Configure the OTLP receiver to collect LlamaIndex metrics

Configure the Splunk Distribution of the OpenTelemetry Collector to send LlamaIndex metrics to Splunk Observability Cloud.

You can monitor the performance of your LlamaIndex platform by configuring the Splunk Distribution of the OpenTelemetry Collector to send LlamaIndex metrics to Splunk Observability Cloud.

This solution requires instrumenting your LlamaIndex application using the splunk-otel-instrumentation-llamaindex library. This package enables OpenTelemetry-based telemetry collection for LlamaIndex workloads and helps send generated telemetry data to Splunk Observability Cloud through the Splunk Distribution of the OpenTelemetry Collector.

To use this data integration, you must have a running LlamaIndex application instrumented with the splunk-otel-instrumentation-llamaindex package. Install and configure the package by following the official package documentation.

  1. Once the package is installed and configured, define the required OpenTelemetry environment variables for your application.
    Example configuration:
    CODE
    export OTEL_SERVICE_NAME=llamaindex-circuit-demo
    export OTEL_INSTRUMENTATION_GENAI_EMITTERS=span_metric
    export OTEL_EXPORTER_OTLP_ENDPOINT=<OTLP-receiver-endpoint>
  2. Deploy the Splunk Distribution of the OpenTelemetry Collector to your host or container platform:
  3. Restart the Splunk Distribution of the OpenTelemetry Collector and LlamaIndex service to apply the configuration.

Configuration settings

Configuration settings for the OTLP receiver.

To view the configuration settings for the OTLP receiver, see Settings.

Metrics

The following metrics are available for LlamaIndex. For more information on these metrics, see Expected Output in the README.rst file of the splunk-otel-instrumentation-llamaindex directory.

These metrics are considered custom metrics in Splunk Observability Cloud.

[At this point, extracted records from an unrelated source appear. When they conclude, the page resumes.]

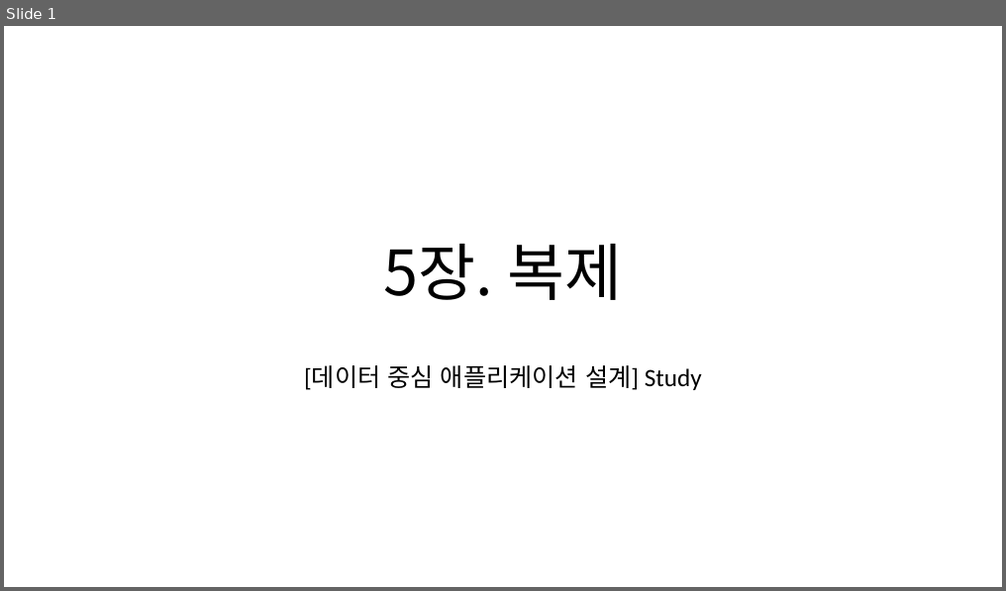
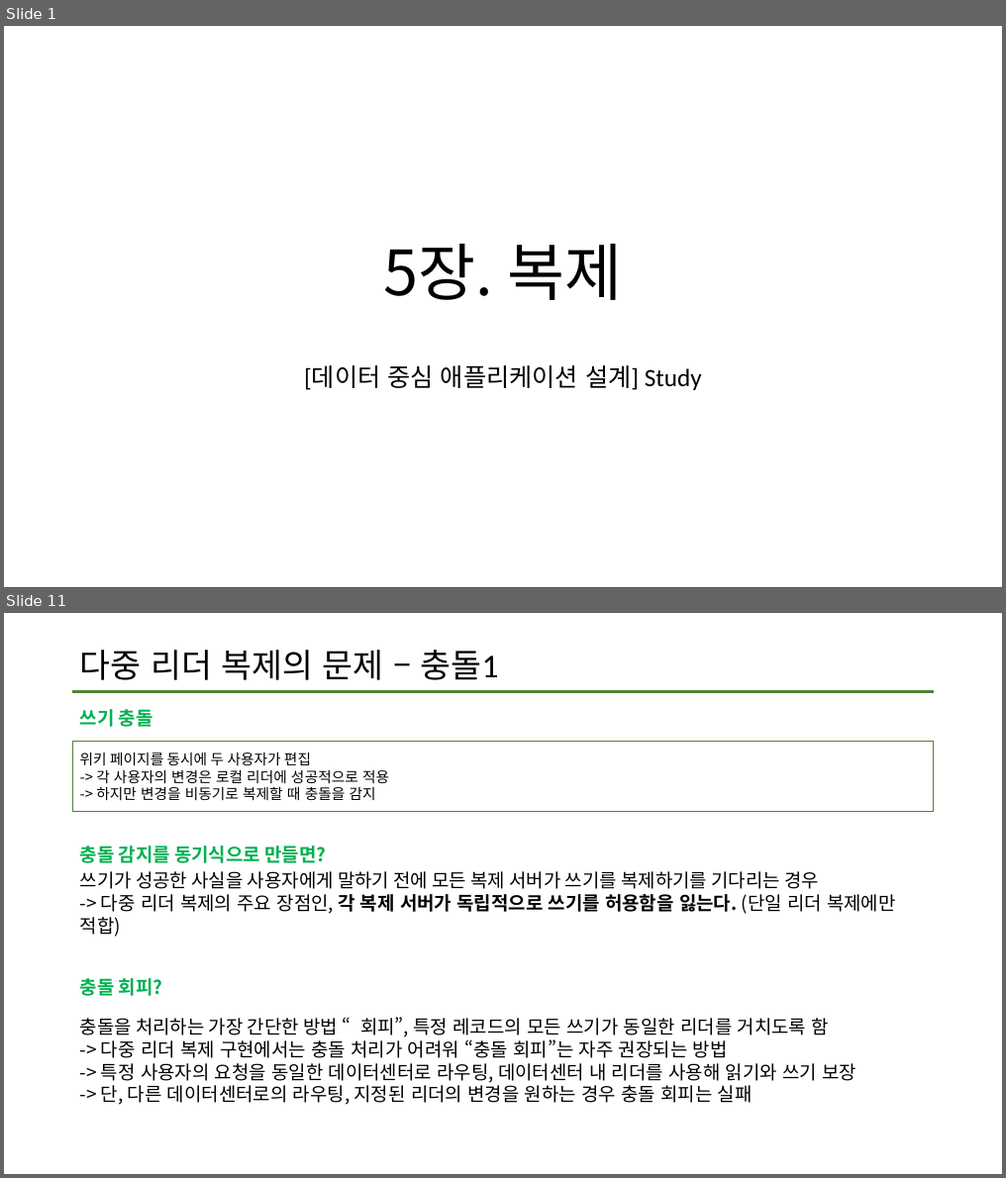
Before and after one commit to data-system-wiki/designing-data-intensive-applications, a slide deck: resources/chapter 5 summary.pptx. Shown one above the other, each under a label of ours: slide 1 before the commit, slides 1 and 11 after it; the slides between them are not shown. The pictures are 1006x591 and 1006x1178 pixels, drawn with LibreOffice and Linux fonts; fonts in the diff are those of the drawing. Boxes give left, top, right and bottom in pixels: in the first picture for what was removed or moved away, otherwise in the second. Text is boxed around its words. In the diff, an @@ line names an element or a change of style, - is before the commit and + after.

Commit message:
2차 업데이트

```diff
--- a/resources/chapter 5 summary.pptx
+++ b/resources/chapter 5 summary.pptx
@@ slide 11 added at <box>4,613,1002,1174</box>, background #FFFFFF @@
@@ title added at <box>80,650,499,680</box>, 32 pt, text #000000 @@
+다중 리더 복제의 문제 – 충돌1
@@ line added from (73, 691) to (934, 691), #548235 2.25 pt @@
@@ text added at <box>80,709,153,727</box>, 18 pt, text #00B050, bold @@
+쓰기 충돌
@@ rectangle added at <box>73,742,934,812</box>, outline #538234 1 pt, 14 pt, text #000000 @@
+위키 페이지를 동시에 두 사용자가 편집
+-> 각 사용자의 변경은 로컬 리더에 성공적으로 적용
+-> 하지만 변경을 비동기로 복제할 때 충돌을 감지
@@ text added at <box>80,846,326,863</box>, 18 pt, text #00B050, bold @@
+충돌 감지를 동기식으로 만들면?
@@ text added at <box>80,871,896,937</box>, 18 pt, text #000000 @@
+쓰기가 성공한 사실을 사용자에게 말하기 전에 모든 복제 서버가 쓰기를 복제하기를 기다리는 경우
+-> 다중 리더 복제의 주요 장점인, 각 복제 서버가 독립적으로 쓰기를 허용함을 잃는다. (단일 리더 복제에만 적합)
@@ text added at <box>80,978,162,996</box>, 18 pt, text #00B050, bold @@
+충돌 회피?
@@ text added at <box>80,1017,856,1105</box>, 18 pt, text #000000 @@
+충돌을 처리하는 가장 간단한 방법 “회피”, 특정 레코드의 모든 쓰기가 동일한 리더를 거치도록 함
+-> 다중 리더 복제 구현에서는 충돌 처리가 어려워 “충돌 회피”는 자주 권장되는 방법
+-> 특정 사용자의 요청을 동일한 데이터센터로 라우팅, 데이터센터 내 리더를 사용해 읽기와 쓰기 보장
+-> 단, 다른 데이터센터로의 라우팅, 지정된 리더의 변경을 원하는 경우 충돌 회피는 실패
```
Also in this commit, not shown: 4 slides changed, 8 other slides added.

Metric name Metric type Description
gen_ai.client.operation.duration histogram The total time taken for a GenAI operation (such as a chat completion, completion, or embedding request) from the moment the request is sent until the final response is received.
gen_ai.client.operation.time_to_first_chunk histogram Measures the time elapsed between sending the request and receiving the first response chunk/token from the model.
gen_ai.client.token.usage histogram Records the number of tokens consumed by the operation. Depending on the instrumentation and attributes attached, it may include input (prompt) tokens and output (completion) tokens.

Attributes

The following resource attributes are available for LlamaIndex.
Attribute name Description
gen_ai.framework The GenAI framework used by the application. For LlamaIndex applications, this value is llamaindex.
gen_ai.operation.name The type of GenAI operation performed, such as chat, which identifies the LLM interaction.
gen_ai.provider.name The GenAI provider used to process the request, such as cisco_circuit.
gen_ai.request.model The name of the model requested by the application to process the GenAI request.
gen_ai.response.model The name of the model that generated the response, when available.
gen_ai.token.type Identifies whether the reported token usage represents input (prompt) tokens or output (completion) tokens.